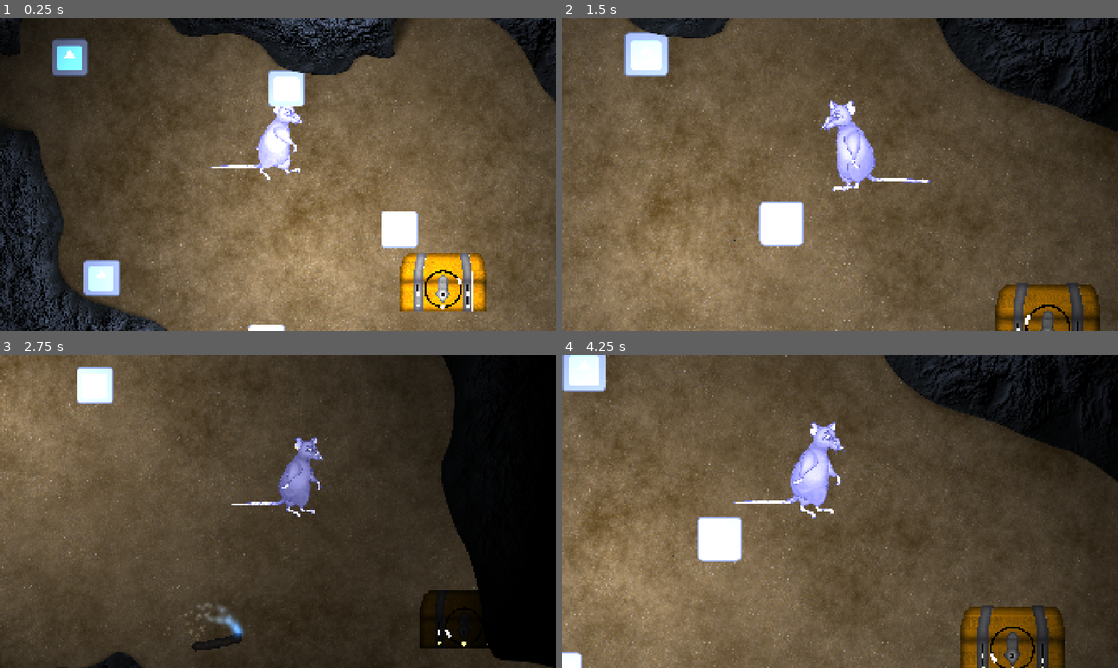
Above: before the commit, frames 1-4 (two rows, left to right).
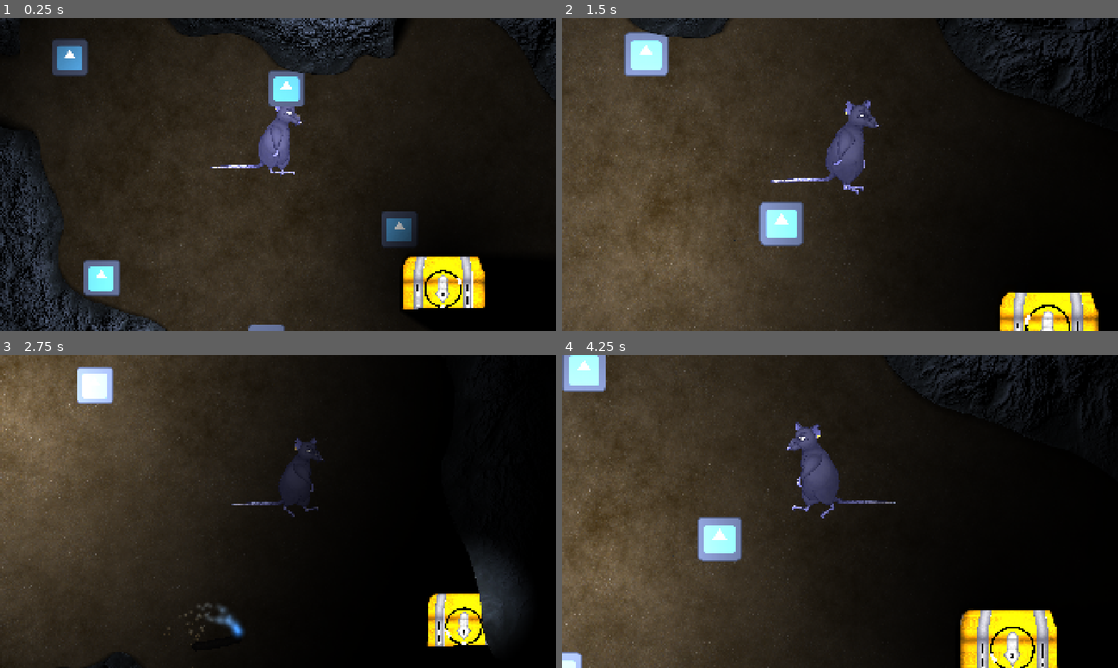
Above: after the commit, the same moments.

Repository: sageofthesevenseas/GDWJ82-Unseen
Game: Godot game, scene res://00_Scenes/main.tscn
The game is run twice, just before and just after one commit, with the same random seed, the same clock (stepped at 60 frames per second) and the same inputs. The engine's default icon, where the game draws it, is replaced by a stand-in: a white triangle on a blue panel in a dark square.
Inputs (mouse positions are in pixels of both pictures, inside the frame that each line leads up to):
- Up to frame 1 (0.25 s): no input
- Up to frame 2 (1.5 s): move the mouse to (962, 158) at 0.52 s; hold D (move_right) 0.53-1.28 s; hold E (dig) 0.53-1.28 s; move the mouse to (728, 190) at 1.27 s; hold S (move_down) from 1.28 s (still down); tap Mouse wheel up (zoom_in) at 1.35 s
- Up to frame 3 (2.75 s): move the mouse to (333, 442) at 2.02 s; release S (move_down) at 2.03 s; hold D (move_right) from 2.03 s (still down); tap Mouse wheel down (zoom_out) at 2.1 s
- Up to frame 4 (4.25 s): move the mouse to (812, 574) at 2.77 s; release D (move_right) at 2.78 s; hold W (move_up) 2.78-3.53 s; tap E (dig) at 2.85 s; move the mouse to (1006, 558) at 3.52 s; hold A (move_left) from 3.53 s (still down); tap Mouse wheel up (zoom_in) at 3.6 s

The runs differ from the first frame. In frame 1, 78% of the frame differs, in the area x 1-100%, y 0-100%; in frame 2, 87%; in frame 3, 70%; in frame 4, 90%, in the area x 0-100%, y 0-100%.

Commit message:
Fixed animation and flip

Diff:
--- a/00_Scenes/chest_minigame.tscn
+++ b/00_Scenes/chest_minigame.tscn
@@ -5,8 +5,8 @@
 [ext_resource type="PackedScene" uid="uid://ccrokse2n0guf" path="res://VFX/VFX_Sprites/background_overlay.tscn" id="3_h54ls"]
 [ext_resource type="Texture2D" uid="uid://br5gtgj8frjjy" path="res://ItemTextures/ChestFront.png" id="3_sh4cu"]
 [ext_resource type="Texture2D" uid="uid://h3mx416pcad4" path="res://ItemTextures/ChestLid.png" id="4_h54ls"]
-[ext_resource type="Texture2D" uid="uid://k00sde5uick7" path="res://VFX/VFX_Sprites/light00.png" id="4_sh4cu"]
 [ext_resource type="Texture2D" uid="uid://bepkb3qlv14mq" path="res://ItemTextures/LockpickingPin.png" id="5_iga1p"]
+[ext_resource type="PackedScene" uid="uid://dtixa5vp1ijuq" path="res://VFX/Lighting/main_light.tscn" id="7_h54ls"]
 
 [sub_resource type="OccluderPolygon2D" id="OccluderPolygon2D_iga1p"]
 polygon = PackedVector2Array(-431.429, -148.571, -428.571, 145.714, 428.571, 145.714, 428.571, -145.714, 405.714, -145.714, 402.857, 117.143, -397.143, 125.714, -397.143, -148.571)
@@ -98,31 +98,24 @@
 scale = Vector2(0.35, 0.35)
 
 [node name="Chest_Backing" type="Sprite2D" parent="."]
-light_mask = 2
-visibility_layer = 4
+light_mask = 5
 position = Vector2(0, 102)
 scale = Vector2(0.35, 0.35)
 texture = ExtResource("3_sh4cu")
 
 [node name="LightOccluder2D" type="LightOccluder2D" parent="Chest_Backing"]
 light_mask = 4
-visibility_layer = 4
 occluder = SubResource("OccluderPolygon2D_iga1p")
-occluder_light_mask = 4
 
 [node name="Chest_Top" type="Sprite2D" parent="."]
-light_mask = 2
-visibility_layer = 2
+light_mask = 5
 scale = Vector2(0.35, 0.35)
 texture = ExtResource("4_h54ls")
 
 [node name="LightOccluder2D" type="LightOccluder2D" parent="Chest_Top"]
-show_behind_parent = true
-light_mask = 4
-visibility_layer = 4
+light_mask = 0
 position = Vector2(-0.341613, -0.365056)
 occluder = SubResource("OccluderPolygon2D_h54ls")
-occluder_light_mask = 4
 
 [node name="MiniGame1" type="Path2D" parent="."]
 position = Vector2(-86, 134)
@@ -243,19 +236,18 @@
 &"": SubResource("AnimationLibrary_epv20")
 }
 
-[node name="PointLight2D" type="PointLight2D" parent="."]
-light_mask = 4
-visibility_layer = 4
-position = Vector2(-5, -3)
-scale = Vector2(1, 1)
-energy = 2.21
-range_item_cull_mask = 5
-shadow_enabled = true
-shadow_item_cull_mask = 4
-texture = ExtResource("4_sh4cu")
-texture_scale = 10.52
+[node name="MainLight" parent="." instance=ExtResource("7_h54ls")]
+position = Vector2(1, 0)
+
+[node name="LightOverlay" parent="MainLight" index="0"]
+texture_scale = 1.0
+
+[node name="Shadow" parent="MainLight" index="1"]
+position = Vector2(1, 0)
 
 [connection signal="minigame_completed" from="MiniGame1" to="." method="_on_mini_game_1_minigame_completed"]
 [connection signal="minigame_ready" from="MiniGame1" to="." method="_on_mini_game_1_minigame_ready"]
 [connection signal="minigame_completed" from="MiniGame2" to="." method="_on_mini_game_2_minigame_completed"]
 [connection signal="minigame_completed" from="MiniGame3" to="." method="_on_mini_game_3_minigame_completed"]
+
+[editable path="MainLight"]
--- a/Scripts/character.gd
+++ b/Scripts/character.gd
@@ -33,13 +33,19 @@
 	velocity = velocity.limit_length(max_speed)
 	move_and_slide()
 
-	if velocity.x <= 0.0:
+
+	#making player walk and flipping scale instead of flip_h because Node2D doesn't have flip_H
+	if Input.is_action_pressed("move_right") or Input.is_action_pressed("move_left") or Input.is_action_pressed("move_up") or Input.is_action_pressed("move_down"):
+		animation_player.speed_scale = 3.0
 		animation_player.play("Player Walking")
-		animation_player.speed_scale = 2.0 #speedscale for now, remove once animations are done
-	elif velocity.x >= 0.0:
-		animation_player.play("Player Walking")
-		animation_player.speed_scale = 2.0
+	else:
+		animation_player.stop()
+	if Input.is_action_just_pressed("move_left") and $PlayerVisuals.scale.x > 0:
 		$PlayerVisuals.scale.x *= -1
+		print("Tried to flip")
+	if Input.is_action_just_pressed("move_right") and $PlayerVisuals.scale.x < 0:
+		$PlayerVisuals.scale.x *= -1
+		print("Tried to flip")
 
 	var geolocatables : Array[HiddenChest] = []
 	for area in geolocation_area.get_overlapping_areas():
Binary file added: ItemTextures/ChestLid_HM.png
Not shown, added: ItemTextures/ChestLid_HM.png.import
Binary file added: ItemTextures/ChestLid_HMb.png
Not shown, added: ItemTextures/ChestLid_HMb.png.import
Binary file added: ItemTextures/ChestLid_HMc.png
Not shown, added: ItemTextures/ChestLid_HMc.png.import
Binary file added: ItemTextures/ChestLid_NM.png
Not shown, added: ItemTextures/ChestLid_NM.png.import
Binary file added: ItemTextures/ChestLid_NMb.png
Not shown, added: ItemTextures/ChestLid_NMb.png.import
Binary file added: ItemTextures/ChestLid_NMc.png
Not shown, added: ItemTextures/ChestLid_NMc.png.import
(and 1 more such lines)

■ **Task statement**
Nothing but a number is expected here: say how many lines in the material hold "true".

■ **Task response**
2